*** Records

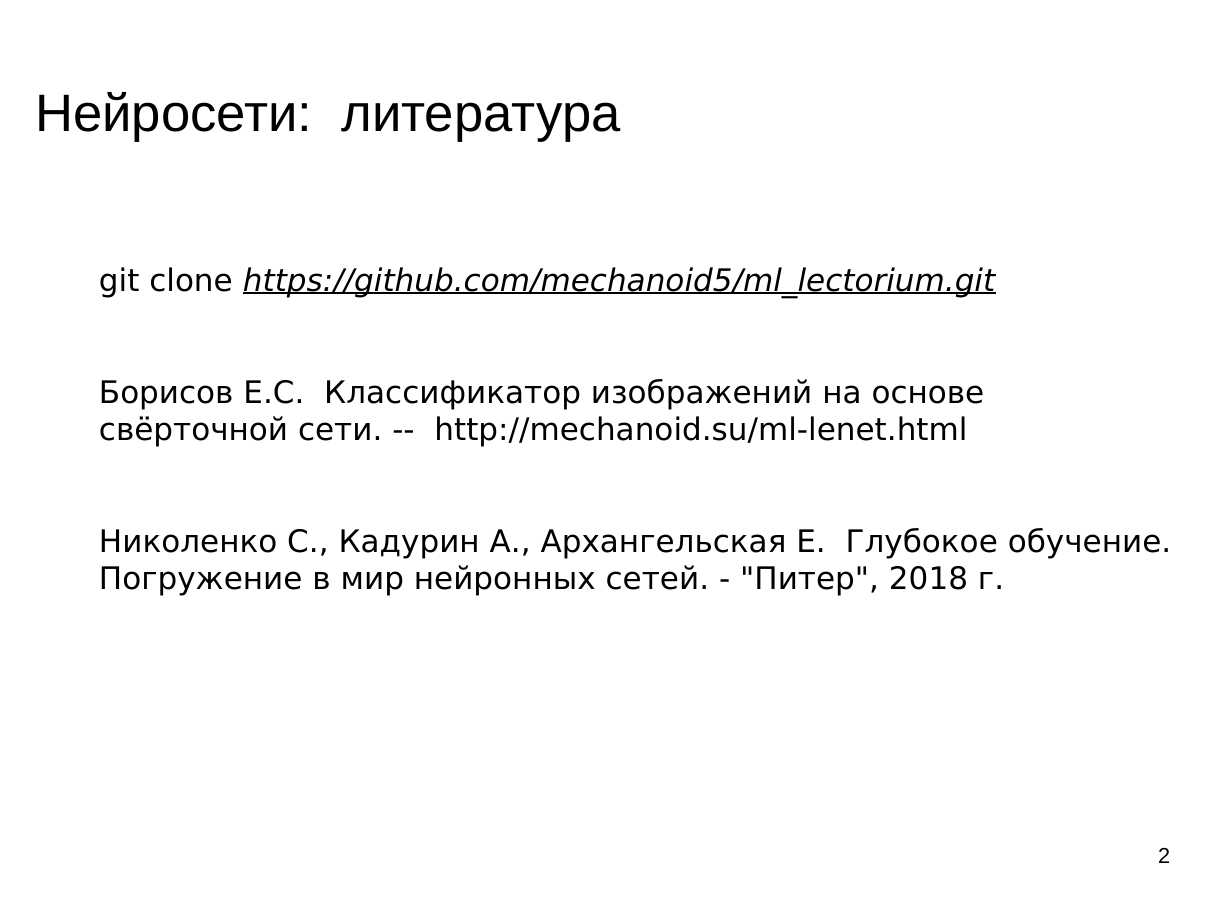
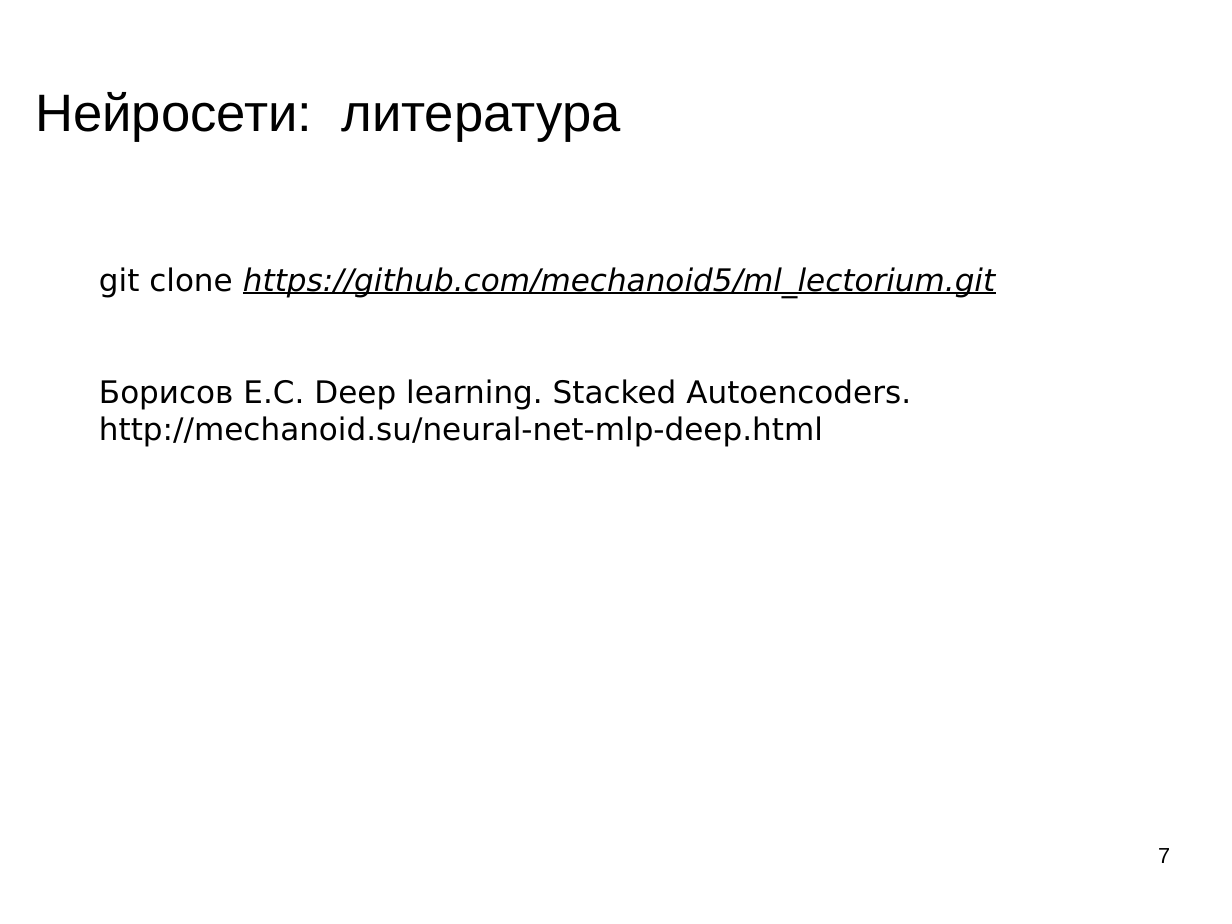
Before and after one commit to mechanoid5/ml_lectorium_legacy, a slide deck: slide 7 of 21-aenc.odp (slide 2 before the commit). Drawn at 1232x924 pixels with LibreOffice and Linux fonts; fonts in the diff are those of the drawing; background and template pictures are left out. Boxes give left, top, right and bottom in pixels: in the first picture for what was removed or moved away, otherwise in the second. Text is boxed around its words. In the diff, an @@ line names an element or a change of style, - is before the commit and + after.

```diff
--- a/21-aenc.odp
+++ b/21-aenc.odp
@@ text at (99,379,911,447): text changed @@
-Борисов Е.С. Классификатор изображений на основе свёрточной сети. -- http://mechanoid.su/ml-lenet.html
-Николенко С., Кадурин А., Архангельская Е. Глубокое обучение. Погружение в мир нейронных сетей. - "Питер", 2018 г.
+Борисов Е.С. Deep learning. Stacked Autoencoders. http://mechanoid.su/neural-net-mlp-deep.html
@@ page number at (1158,848,1170,863): text changed @@
-2
+7
```
Also in this commit, not shown: 5 slides added, 7 other files.

******

§ **Exercise**
When you copy the data, keep every line exact and leave out each picture.

§ **Solution to this problem**
Before and after one commit to mechanoid5/ml_lectorium_legacy, a slide deck: slide 7 of 21-aenc.odp (slide 2 before the commit). Drawn at 1232x924 pixels with LibreOffice and Linux fonts; fonts in the diff are those of the drawing; background and template pictures are left out. Boxes give left, top, right and bottom in pixels: in the first picture for what was removed or moved away, otherwise in the second. Text is boxed around its words. In the diff, an @@ line names an element or a change of style, - is before the commit and + after.

```diff
--- a/21-aenc.odp
+++ b/21-aenc.odp
@@ text at (99,379,911,447): text changed @@
-Борисов Е.С. Классификатор изображений на основе свёрточной сети. -- http://mechanoid.su/ml-lenet.html
-Николенко С., Кадурин А., Архангельская Е. Глубокое обучение. Погружение в мир нейронных сетей. - "Питер", 2018 г.
+Борисов Е.С. Deep learning. Stacked Autoencoders. http://mechanoid.su/neural-net-mlp-deep.html
@@ page number at (1158,848,1170,863): text changed @@
-2
+7
```
Also in this commit, not shown: 5 slides added, 7 other files.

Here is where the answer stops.